Try it
When you respond, write out each entry exactly as it stands.

Data items

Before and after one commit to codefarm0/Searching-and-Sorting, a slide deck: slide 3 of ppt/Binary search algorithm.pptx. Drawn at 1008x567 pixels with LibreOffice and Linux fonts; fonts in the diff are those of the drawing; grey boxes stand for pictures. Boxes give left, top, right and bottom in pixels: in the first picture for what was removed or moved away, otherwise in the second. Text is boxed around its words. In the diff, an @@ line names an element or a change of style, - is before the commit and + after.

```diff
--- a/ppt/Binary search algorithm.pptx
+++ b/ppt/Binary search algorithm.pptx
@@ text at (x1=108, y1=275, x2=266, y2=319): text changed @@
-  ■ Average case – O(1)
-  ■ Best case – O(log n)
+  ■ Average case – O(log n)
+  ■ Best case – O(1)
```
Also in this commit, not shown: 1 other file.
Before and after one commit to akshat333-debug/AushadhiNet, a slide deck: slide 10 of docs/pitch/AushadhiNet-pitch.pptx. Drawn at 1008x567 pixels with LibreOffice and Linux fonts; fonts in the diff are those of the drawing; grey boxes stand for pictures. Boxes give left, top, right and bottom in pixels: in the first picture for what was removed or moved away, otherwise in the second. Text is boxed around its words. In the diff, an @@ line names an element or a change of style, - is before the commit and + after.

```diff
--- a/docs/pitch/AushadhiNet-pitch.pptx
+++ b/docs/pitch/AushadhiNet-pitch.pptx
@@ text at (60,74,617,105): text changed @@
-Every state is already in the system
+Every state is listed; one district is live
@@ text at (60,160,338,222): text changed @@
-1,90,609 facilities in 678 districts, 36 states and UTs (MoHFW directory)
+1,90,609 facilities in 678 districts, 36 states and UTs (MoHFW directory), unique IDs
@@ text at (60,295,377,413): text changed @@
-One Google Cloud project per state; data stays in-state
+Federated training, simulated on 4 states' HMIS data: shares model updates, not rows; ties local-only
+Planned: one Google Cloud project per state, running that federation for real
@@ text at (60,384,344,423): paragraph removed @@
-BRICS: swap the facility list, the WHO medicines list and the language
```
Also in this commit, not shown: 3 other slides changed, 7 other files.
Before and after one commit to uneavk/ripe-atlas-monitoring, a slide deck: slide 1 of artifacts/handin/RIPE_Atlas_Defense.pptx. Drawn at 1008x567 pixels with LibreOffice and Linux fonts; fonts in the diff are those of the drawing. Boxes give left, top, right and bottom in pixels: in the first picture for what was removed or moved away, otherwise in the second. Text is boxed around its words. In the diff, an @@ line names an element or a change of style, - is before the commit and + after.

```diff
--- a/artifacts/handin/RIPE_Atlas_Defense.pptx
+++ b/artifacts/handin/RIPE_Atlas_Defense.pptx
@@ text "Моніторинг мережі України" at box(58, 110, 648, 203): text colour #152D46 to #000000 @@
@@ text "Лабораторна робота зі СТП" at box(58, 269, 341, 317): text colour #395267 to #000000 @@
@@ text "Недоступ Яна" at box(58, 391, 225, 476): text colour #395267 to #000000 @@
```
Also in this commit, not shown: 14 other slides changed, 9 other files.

Exercise output
Before and after one commit to codefarm0/Searching-and-Sorting, a slide deck: slide 3 of ppt/Binary search algorithm.pptx. Drawn at 1008x567 pixels with LibreOffice and Linux fonts; fonts in the diff are those of the drawing; grey boxes stand for pictures. Boxes give left, top, right and bottom in pixels: in the first picture for what was removed or moved away, otherwise in the second. Text is boxed around its words. In the diff, an @@ line names an element or a change of style, - is before the commit and + after.

```diff
--- a/ppt/Binary search algorithm.pptx
+++ b/ppt/Binary search algorithm.pptx
@@ text at (x1=108, y1=275, x2=266, y2=319): text changed @@
-  ■ Average case – O(1)
-  ■ Best case – O(log n)
+  ■ Average case – O(log n)
+  ■ Best case – O(1)
```
Also in this commit, not shown: 1 other file.
Before and after one commit to akshat333-debug/AushadhiNet, a slide deck: slide 10 of docs/pitch/AushadhiNet-pitch.pptx. Drawn at 1008x567 pixels with LibreOffice and Linux fonts; fonts in the diff are those of the drawing; grey boxes stand for pictures. Boxes give left, top, right and bottom in pixels: in the first picture for what was removed or moved away, otherwise in the second. Text is boxed around its words. In the diff, an @@ line names an element or a change of style, - is before the commit and + after.

```diff
--- a/docs/pitch/AushadhiNet-pitch.pptx
+++ b/docs/pitch/AushadhiNet-pitch.pptx
@@ text at (60,74,617,105): text changed @@
-Every state is already in the system
+Every state is listed; one district is live
@@ text at (60,160,338,222): text changed @@
-1,90,609 facilities in 678 districts, 36 states and UTs (MoHFW directory)
+1,90,609 facilities in 678 districts, 36 states and UTs (MoHFW directory), unique IDs
@@ text at (60,295,377,413): text changed @@
-One Google Cloud project per state; data stays in-state
+Federated training, simulated on 4 states' HMIS data: shares model updates, not rows; ties local-only
+Planned: one Google Cloud project per state, running that federation for real
@@ text at (60,384,344,423): paragraph removed @@
-BRICS: swap the facility list, the WHO medicines list and the language
```
Also in this commit, not shown: 3 other slides changed, 7 other files.
Before and after one commit to uneavk/ripe-atlas-monitoring, a slide deck: slide 1 of artifacts/handin/RIPE_Atlas_Defense.pptx. Drawn at 1008x567 pixels with LibreOffice and Linux fonts; fonts in the diff are those of the drawing. Boxes give left, top, right and bottom in pixels: in the first picture for what was removed or moved away, otherwise in the second. Text is boxed around its words. In the diff, an @@ line names an element or a change of style, - is before the commit and + after.

```diff
--- a/artifacts/handin/RIPE_Atlas_Defense.pptx
+++ b/artifacts/handin/RIPE_Atlas_Defense.pptx
@@ text "Моніторинг мережі України" at box(58, 110, 648, 203): text colour #152D46 to #000000 @@
@@ text "Лабораторна робота зі СТП" at box(58, 269, 341, 317): text colour #395267 to #000000 @@
@@ text "Недоступ Яна" at box(58, 391, 225, 476): text colour #395267 to #000000 @@
```
Also in this commit, not shown: 14 other slides changed, 9 other files.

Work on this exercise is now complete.